Perhaps, I reasoned, that could be enough.

But what if it's not enough? Or worse still; what if I'm actually not a positive impact on the people in my life?

That is where I am at, today. The reason for my melancholy isn't that I'm one year closer to my grave; it is that I'm one year closer to my grave with no achievements to speak of- at least in my own eyes. When I ask myself a simple question; have you done something to be remembered for, one hundred years from now? The simple answer is an undisputed "no"... and the saddest part is that there is very little I can do to change that. Apart from maintaining a blog that is little more than an online published diary, that is.

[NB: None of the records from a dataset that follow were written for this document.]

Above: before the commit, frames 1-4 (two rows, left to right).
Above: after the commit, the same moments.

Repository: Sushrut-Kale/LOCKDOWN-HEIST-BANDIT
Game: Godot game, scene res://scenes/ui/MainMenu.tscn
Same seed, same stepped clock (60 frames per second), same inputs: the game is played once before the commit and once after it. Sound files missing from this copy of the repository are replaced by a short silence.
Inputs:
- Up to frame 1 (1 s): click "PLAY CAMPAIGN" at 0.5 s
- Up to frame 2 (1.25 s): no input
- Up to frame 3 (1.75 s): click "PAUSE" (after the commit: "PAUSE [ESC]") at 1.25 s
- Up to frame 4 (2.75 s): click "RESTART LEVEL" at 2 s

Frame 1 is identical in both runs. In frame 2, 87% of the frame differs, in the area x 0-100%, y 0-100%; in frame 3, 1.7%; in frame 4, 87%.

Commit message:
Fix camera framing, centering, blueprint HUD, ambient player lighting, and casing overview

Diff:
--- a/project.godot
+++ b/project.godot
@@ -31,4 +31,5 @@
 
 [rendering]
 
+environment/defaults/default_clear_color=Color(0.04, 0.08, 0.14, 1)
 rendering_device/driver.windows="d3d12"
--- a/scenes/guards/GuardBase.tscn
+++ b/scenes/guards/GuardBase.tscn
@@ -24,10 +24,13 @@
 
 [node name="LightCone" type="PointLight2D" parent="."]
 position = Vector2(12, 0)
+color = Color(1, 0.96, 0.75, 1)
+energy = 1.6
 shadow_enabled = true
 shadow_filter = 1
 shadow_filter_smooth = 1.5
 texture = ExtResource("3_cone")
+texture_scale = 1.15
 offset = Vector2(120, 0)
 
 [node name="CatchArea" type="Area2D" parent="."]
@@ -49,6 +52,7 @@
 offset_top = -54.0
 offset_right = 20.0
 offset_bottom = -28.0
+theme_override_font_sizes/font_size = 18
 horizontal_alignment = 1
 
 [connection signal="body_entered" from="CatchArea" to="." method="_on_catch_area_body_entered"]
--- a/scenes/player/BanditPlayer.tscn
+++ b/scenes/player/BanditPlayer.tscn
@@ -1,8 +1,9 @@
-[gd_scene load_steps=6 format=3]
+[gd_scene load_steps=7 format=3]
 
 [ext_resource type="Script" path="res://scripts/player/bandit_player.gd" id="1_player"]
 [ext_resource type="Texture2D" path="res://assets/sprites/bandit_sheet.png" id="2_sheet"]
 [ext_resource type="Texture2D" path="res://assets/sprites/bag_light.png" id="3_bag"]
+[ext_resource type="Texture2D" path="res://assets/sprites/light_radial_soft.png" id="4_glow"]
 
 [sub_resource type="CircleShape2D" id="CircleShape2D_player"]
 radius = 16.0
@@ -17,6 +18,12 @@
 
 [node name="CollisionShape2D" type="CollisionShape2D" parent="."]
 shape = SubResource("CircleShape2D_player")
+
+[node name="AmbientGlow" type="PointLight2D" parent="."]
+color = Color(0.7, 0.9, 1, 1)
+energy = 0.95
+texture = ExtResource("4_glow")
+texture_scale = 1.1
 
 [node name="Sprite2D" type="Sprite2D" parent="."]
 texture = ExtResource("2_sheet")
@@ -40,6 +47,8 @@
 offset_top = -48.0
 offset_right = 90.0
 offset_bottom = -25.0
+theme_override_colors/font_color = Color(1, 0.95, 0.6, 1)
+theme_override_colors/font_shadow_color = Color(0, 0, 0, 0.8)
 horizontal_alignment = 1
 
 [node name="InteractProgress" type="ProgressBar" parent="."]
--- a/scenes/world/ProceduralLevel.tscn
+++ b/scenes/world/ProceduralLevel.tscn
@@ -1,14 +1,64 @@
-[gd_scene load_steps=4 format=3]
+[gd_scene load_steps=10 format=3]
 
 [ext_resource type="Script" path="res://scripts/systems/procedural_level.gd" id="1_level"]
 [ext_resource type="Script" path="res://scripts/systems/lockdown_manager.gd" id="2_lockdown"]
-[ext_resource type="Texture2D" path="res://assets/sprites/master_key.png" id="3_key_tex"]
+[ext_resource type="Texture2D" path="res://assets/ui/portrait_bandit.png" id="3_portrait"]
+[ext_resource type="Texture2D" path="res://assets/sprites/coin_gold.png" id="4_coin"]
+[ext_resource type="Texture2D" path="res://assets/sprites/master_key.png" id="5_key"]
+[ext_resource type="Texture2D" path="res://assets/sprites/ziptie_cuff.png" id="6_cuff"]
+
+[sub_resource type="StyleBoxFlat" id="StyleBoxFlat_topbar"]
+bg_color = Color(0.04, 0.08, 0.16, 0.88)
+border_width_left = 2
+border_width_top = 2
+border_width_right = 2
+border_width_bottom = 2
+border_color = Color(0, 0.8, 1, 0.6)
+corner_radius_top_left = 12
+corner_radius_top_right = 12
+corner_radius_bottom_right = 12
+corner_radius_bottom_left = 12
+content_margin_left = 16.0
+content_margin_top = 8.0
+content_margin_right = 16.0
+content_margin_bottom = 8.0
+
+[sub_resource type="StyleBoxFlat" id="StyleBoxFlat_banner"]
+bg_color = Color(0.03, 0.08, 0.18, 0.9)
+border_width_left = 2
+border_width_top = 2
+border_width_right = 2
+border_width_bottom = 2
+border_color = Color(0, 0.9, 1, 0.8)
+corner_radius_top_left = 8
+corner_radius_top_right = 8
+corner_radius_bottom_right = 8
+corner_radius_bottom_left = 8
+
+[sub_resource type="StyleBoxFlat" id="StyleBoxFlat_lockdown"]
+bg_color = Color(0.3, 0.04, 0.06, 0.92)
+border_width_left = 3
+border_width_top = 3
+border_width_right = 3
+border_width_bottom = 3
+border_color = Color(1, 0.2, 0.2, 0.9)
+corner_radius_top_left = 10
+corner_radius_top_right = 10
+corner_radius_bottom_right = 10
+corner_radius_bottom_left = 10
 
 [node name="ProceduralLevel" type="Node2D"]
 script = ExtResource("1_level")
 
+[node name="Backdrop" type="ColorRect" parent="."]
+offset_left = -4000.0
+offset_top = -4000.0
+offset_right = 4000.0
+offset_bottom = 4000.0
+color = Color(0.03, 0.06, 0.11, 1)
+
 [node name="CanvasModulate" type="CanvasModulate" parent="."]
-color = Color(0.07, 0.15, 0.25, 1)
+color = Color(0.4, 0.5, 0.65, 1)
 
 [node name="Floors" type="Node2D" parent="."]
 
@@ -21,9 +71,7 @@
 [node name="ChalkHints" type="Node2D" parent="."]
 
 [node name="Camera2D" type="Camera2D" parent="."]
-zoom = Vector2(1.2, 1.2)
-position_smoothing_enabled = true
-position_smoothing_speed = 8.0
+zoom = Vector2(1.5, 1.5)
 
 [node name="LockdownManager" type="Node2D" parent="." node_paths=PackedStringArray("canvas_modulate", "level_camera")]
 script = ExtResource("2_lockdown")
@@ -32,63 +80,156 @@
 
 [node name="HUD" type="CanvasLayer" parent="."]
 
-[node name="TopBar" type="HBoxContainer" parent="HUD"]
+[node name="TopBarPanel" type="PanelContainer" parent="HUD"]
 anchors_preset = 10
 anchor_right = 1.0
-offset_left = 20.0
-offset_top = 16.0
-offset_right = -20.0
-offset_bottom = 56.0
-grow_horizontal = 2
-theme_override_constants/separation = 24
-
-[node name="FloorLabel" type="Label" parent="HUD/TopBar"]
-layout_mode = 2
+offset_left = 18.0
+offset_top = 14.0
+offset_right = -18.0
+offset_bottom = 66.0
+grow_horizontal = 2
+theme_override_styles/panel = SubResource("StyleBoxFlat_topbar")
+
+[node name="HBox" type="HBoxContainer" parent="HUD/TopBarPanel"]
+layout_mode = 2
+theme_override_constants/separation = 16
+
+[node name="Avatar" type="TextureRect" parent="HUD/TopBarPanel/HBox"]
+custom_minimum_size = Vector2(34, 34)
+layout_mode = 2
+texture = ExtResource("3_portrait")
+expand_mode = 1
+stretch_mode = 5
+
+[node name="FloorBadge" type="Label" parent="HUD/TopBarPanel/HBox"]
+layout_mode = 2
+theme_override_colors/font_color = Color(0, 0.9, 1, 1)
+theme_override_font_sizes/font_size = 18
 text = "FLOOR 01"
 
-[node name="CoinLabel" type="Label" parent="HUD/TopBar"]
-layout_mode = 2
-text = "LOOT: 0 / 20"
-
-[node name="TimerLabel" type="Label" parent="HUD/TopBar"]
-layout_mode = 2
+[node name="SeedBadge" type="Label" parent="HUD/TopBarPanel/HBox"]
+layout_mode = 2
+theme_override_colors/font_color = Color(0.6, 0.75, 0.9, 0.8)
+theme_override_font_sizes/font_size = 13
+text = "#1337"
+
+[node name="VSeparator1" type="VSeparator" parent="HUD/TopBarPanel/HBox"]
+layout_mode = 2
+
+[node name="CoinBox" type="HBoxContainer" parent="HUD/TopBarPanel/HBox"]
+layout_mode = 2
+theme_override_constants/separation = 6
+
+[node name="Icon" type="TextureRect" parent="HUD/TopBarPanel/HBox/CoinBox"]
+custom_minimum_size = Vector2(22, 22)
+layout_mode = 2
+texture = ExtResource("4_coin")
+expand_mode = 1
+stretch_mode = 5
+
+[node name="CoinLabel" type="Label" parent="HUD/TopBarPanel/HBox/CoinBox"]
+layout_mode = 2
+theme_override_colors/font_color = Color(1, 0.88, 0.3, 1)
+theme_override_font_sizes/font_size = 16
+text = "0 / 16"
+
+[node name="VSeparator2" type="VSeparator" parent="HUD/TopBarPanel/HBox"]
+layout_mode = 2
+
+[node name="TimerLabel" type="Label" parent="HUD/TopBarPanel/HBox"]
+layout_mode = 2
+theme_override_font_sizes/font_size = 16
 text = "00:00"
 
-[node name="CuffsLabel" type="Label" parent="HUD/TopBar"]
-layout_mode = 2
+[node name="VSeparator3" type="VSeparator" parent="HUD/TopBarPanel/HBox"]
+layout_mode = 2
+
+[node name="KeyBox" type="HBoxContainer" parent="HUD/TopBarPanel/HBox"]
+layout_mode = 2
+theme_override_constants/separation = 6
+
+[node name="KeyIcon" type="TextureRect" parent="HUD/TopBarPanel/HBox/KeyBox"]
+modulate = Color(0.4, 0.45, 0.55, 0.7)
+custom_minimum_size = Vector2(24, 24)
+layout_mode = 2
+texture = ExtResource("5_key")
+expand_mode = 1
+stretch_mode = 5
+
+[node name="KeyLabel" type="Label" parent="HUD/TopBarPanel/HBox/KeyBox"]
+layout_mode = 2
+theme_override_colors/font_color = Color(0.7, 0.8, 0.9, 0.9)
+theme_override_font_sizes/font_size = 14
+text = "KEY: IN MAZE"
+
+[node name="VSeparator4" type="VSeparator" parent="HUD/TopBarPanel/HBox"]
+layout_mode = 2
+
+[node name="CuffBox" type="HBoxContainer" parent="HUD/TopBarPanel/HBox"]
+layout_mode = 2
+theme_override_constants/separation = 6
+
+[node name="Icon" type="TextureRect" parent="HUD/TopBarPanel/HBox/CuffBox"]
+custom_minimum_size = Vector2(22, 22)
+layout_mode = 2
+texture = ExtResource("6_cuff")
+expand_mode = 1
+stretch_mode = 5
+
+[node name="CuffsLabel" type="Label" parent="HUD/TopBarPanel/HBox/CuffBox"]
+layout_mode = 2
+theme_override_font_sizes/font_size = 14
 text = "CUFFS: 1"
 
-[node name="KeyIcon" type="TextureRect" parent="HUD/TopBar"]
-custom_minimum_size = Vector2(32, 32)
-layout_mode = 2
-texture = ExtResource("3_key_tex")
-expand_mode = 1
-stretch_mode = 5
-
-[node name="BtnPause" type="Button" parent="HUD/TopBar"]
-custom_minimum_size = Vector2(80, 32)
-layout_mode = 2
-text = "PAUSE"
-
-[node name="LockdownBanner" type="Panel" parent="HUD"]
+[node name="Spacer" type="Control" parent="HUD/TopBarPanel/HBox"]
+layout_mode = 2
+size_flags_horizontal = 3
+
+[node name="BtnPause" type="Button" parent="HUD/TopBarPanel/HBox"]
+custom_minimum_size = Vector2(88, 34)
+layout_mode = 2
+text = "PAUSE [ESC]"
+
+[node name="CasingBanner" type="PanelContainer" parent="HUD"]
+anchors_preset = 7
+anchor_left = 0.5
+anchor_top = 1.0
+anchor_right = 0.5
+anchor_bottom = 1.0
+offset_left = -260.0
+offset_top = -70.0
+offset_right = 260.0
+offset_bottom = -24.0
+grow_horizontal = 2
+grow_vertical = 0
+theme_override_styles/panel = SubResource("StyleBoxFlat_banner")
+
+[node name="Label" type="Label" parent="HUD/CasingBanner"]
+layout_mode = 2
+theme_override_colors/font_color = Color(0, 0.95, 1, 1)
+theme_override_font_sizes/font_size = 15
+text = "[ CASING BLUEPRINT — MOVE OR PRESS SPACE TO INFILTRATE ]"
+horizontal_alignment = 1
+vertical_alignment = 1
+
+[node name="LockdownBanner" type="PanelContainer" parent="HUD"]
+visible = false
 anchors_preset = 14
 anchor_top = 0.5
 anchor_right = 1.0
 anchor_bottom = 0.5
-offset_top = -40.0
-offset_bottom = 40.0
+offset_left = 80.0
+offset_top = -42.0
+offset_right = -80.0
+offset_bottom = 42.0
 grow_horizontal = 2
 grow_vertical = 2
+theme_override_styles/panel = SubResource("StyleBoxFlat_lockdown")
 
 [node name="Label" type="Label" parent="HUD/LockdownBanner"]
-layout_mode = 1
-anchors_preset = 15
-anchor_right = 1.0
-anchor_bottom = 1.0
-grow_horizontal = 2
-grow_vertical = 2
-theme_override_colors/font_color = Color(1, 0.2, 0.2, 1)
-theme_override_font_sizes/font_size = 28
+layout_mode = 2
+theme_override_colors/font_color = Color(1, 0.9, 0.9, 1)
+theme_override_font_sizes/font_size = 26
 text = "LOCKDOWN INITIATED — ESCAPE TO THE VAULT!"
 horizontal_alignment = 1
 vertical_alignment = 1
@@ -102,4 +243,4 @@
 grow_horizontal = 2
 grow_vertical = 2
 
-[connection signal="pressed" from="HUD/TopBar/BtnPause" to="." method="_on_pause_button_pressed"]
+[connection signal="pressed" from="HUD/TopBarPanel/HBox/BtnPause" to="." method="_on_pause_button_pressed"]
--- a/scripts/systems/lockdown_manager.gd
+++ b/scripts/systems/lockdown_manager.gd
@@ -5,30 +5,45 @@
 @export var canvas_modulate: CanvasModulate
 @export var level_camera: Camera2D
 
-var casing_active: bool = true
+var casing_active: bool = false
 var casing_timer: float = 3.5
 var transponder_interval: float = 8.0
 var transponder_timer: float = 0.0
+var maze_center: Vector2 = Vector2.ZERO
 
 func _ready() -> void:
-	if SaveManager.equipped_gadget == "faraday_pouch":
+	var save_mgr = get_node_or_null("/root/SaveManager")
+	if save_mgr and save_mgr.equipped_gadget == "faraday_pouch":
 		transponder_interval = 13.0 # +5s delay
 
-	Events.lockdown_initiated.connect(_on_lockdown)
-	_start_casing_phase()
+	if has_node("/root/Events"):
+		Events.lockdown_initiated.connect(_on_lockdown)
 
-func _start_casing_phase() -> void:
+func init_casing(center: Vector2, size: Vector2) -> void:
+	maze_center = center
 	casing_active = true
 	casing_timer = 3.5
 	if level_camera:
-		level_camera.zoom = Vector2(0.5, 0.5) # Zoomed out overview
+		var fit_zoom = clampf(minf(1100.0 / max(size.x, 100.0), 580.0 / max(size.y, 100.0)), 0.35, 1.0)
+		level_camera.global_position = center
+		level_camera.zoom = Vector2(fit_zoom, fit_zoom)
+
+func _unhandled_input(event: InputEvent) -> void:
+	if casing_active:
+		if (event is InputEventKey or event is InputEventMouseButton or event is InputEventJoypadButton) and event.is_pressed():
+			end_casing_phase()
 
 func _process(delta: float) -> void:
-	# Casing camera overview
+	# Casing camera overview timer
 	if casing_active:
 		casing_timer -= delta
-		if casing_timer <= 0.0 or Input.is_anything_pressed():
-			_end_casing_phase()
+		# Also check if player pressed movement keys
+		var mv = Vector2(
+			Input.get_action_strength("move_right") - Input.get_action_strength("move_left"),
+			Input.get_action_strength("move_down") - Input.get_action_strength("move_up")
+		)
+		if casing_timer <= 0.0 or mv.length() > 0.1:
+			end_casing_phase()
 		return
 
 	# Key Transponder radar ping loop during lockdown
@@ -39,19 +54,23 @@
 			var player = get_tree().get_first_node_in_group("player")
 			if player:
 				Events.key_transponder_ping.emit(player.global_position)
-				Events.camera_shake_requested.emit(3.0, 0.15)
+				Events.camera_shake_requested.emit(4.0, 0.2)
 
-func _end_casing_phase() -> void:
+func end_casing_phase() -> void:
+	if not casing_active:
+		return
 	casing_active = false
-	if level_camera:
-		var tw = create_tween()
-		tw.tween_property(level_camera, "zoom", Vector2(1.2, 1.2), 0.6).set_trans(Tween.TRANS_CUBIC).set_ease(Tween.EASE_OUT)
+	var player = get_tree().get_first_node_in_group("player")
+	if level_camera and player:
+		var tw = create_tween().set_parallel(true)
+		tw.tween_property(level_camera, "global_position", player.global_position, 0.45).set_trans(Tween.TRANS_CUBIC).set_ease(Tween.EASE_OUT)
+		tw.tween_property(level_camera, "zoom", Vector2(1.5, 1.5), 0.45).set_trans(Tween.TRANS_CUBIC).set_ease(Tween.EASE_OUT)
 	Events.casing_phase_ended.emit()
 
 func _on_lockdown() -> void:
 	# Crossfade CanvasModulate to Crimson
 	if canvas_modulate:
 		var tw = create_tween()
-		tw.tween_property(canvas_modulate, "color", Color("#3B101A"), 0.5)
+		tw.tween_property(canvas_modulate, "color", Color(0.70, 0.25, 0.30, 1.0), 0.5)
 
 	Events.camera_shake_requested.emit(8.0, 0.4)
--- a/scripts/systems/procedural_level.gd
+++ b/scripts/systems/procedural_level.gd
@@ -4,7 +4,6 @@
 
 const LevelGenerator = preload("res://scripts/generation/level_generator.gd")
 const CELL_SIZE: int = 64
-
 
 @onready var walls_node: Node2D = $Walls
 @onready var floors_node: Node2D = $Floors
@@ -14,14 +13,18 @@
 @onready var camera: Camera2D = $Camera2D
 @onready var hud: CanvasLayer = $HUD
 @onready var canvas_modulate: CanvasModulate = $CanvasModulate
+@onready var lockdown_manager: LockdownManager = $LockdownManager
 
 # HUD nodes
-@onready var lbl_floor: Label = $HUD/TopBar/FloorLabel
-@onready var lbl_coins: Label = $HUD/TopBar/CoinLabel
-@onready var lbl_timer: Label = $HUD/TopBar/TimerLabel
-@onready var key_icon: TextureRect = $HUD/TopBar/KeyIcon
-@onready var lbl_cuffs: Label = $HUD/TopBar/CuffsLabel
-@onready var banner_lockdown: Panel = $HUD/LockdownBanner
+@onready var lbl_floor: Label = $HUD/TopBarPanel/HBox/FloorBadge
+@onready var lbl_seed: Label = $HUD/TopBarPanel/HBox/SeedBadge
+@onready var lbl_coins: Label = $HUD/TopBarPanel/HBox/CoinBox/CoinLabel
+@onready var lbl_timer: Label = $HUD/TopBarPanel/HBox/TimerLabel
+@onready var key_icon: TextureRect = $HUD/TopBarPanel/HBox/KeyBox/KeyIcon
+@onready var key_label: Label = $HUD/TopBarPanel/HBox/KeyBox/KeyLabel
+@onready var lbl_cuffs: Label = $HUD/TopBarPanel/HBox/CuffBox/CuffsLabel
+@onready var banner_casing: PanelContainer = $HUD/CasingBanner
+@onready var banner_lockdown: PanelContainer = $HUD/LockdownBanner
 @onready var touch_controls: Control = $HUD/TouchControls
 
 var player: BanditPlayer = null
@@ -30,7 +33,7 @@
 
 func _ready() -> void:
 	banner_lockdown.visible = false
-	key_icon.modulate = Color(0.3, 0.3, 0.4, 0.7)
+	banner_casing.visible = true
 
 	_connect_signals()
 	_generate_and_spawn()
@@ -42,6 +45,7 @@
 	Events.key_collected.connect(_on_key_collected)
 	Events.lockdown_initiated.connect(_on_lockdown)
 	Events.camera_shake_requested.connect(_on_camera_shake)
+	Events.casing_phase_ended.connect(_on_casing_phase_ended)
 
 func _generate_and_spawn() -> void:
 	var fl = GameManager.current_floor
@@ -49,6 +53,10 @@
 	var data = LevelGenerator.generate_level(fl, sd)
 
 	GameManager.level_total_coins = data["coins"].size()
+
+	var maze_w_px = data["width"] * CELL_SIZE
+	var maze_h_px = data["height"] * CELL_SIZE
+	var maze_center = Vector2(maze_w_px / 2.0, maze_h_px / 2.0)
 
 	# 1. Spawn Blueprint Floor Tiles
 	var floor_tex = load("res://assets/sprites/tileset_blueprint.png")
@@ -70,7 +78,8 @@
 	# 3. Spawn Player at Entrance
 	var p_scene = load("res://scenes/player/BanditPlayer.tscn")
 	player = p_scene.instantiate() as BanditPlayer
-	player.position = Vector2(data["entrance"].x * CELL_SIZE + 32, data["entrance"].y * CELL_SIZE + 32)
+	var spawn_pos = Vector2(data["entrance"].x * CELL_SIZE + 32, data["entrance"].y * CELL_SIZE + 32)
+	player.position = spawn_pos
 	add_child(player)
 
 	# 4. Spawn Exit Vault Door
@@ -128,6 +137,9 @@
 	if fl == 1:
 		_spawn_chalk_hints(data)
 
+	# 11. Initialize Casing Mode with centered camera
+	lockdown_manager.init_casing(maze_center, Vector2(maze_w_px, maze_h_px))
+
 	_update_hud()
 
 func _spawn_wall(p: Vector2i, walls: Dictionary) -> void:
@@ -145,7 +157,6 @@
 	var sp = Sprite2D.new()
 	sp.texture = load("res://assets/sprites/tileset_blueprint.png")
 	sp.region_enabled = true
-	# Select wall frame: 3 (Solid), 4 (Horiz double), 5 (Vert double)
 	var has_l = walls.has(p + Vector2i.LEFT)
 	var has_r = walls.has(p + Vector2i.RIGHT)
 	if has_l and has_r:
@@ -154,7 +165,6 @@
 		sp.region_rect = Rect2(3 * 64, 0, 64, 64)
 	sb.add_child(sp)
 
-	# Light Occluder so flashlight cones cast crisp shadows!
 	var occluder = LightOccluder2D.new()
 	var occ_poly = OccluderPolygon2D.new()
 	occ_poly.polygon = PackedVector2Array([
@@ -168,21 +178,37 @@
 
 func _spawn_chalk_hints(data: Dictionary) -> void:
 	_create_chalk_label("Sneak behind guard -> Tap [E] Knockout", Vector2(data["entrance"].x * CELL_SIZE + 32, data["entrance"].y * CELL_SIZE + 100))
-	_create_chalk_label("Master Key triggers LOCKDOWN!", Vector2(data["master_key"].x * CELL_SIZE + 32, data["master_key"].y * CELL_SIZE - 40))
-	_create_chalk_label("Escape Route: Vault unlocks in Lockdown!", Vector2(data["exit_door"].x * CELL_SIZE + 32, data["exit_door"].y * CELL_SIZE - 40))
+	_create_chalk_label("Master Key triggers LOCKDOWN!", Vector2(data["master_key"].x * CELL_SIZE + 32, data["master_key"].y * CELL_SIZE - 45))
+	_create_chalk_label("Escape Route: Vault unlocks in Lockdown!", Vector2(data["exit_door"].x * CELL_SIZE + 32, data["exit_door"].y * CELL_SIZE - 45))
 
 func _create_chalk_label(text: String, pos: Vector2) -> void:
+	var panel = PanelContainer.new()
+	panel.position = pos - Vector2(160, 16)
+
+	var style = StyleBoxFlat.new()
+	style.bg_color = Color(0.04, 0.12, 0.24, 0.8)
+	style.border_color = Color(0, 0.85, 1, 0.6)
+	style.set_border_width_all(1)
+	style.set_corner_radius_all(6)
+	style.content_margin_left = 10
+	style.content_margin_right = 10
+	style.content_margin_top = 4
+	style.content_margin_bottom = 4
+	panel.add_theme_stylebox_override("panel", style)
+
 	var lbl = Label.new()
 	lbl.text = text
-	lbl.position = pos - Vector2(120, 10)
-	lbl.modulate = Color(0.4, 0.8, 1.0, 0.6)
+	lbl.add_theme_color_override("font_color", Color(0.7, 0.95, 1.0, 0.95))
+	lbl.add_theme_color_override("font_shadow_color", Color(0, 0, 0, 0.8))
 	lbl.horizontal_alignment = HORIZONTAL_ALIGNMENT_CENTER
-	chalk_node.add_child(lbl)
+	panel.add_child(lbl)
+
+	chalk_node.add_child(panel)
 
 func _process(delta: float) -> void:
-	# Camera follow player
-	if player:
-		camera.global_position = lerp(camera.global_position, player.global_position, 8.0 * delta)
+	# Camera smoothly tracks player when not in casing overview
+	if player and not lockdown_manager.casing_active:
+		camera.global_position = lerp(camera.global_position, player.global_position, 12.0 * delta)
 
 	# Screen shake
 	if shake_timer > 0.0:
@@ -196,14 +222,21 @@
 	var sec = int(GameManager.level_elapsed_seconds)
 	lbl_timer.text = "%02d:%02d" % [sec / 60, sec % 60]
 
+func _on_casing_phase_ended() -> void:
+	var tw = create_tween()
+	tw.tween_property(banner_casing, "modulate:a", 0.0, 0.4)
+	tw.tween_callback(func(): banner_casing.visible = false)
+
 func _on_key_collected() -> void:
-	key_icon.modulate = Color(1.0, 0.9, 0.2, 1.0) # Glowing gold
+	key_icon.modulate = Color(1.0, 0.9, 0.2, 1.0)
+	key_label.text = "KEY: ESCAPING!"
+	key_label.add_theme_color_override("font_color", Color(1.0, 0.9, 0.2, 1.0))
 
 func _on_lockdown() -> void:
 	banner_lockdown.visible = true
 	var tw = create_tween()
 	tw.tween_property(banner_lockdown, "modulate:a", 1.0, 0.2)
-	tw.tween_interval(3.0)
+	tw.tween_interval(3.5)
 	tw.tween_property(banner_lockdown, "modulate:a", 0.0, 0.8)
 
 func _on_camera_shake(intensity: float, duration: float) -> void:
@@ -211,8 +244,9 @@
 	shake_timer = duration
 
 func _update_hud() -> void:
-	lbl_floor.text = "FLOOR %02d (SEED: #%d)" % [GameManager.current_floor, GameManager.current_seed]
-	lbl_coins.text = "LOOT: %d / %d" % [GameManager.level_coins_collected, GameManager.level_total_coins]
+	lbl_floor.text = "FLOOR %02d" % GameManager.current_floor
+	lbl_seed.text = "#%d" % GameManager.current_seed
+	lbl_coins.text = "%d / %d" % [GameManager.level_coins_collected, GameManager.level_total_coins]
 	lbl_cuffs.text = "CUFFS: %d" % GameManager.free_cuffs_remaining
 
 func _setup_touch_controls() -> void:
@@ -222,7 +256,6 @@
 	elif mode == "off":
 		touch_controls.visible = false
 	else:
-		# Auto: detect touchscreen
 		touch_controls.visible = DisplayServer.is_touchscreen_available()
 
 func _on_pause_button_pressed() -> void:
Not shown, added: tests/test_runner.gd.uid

Due to the cyclical nature of one's birthday -which can usually be expected once a year at about the same time- I am always forced into this particular realization every year... and every birthday, I choose the figurative blue pill and go back to the dull mediocrity of human existence; in the hope that maybe by next year, I will have made some kind of impact on the world.

But as previously discussed; that will likely never happen... and I hope to come to terms with that, some day.

Anyway, enough talk about my existential dread. Time for some cake and my yearly dose of the blue pill... and no, not that one.